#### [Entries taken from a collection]

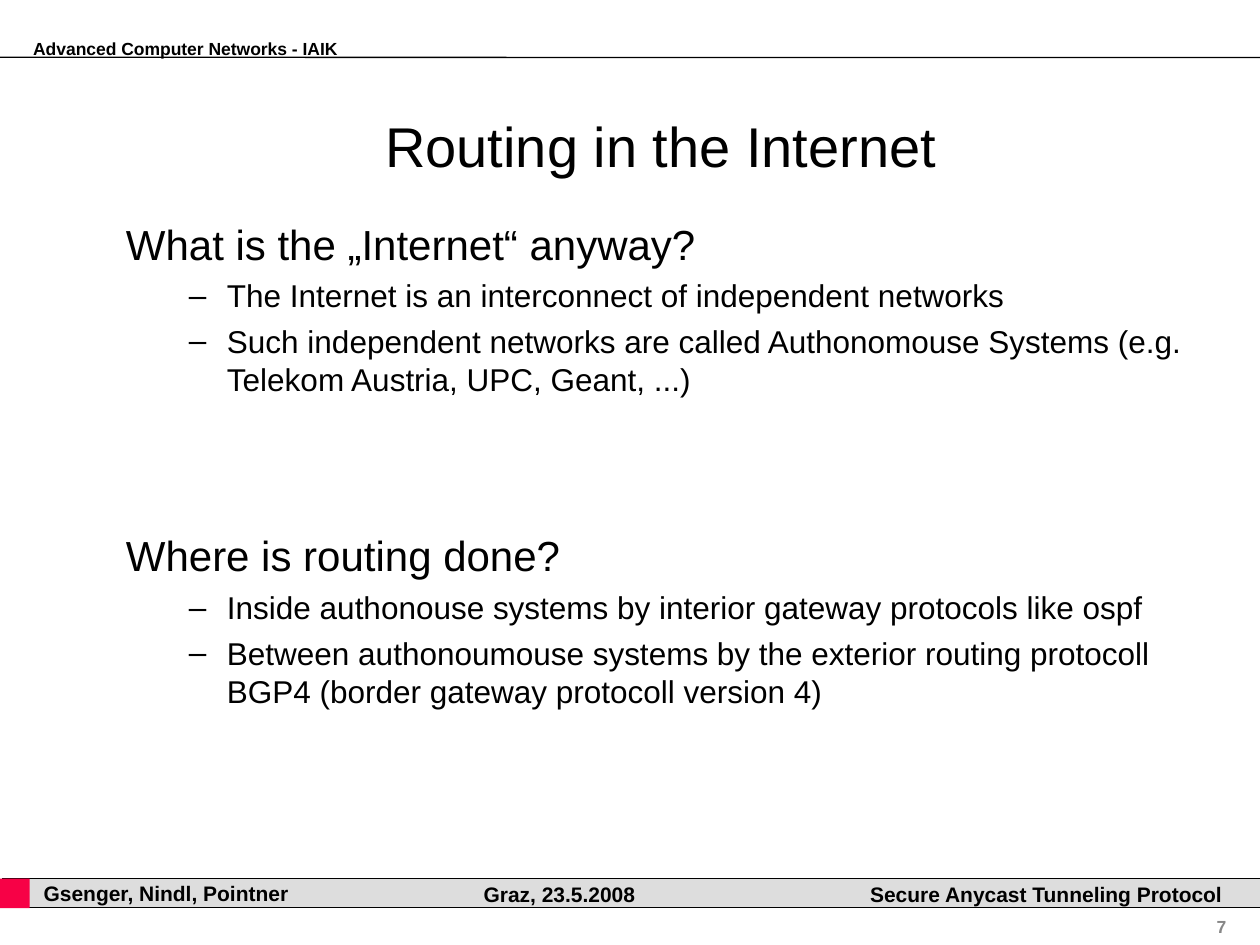
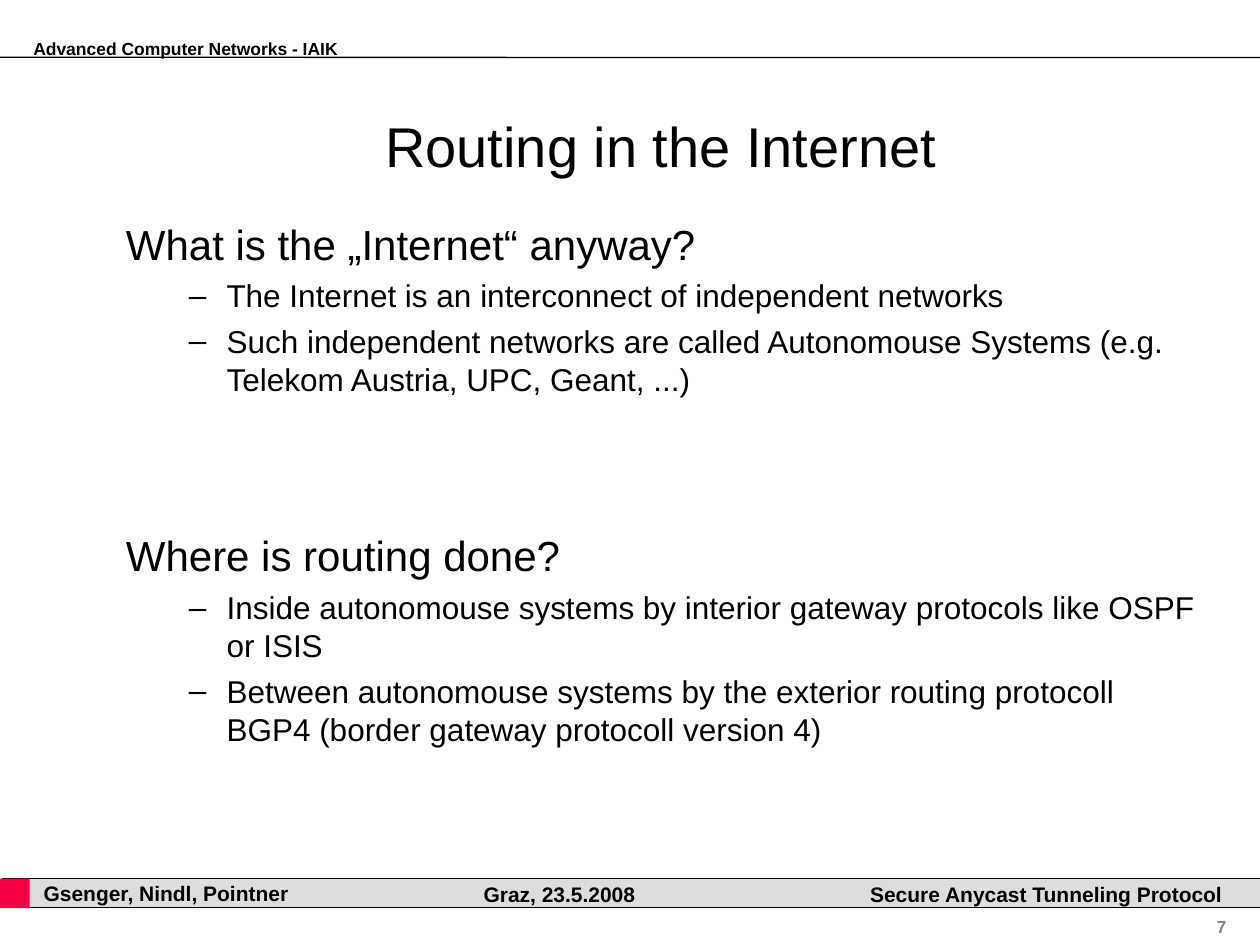
Before and after one commit to pyhedgehog/anytun, a slide deck: slide 7 of papers/acn.ppt. Drawn at 1260x945 pixels with LibreOffice and Linux fonts; fonts in the diff are those of the drawing; background and template pictures are left out. Boxes give left, top, right and bottom in pixels: in the first picture for what was removed or moved away, otherwise in the second. Text is boxed around its words. In the diff, an @@ line names an element or a change of style, - is before the commit and + after.

```diff
--- a/papers/acn.ppt
+++ b/papers/acn.ppt
@@ text at [227, 330, 1163, 395]: text changed @@
-  – Such independent networks are called Authonomouse Systems (e.g. Telekom Austria, UPC, Geant, ...)
+  – Such independent networks are called Autonomouse Systems (e.g. Telekom Austria, UPC, Geant, ...)
@@ text at [227, 596, 1194, 747]: text changed @@
-  – Inside authonouse systems by interior gateway protocols like ospf
-  – Between authonoumouse systems by the exterior routing protocoll BGP4 (border gateway protocoll version 4)
+  – Inside autonomouse systems by interior gateway protocols like OSPF or ISIS
+  – Between autonomouse systems by the exterior routing protocoll BGP4 (border gateway protocoll version 4)
```
Also in this commit, not shown: 7 other slides changed, 10 slides added.

#### [The problem]
Once the pictures are set aside, repeat the data above exactly.

#### [Solution to the problem]
Before and after one commit to pyhedgehog/anytun, a slide deck: slide 7 of papers/acn.ppt. Drawn at 1260x945 pixels with LibreOffice and Linux fonts; fonts in the diff are those of the drawing; background and template pictures are left out. Boxes give left, top, right and bottom in pixels: in the first picture for what was removed or moved away, otherwise in the second. Text is boxed around its words. In the diff, an @@ line names an element or a change of style, - is before the commit and + after.

```diff
--- a/papers/acn.ppt
+++ b/papers/acn.ppt
@@ text at [227, 330, 1163, 395]: text changed @@
-  – Such independent networks are called Authonomouse Systems (e.g. Telekom Austria, UPC, Geant, ...)
+  – Such independent networks are called Autonomouse Systems (e.g. Telekom Austria, UPC, Geant, ...)
@@ text at [227, 596, 1194, 747]: text changed @@
-  – Inside authonouse systems by interior gateway protocols like ospf
-  – Between authonoumouse systems by the exterior routing protocoll BGP4 (border gateway protocoll version 4)
+  – Inside autonomouse systems by interior gateway protocols like OSPF or ISIS
+  – Between autonomouse systems by the exterior routing protocoll BGP4 (border gateway protocoll version 4)
```
Also in this commit, not shown: 7 other slides changed, 10 slides added.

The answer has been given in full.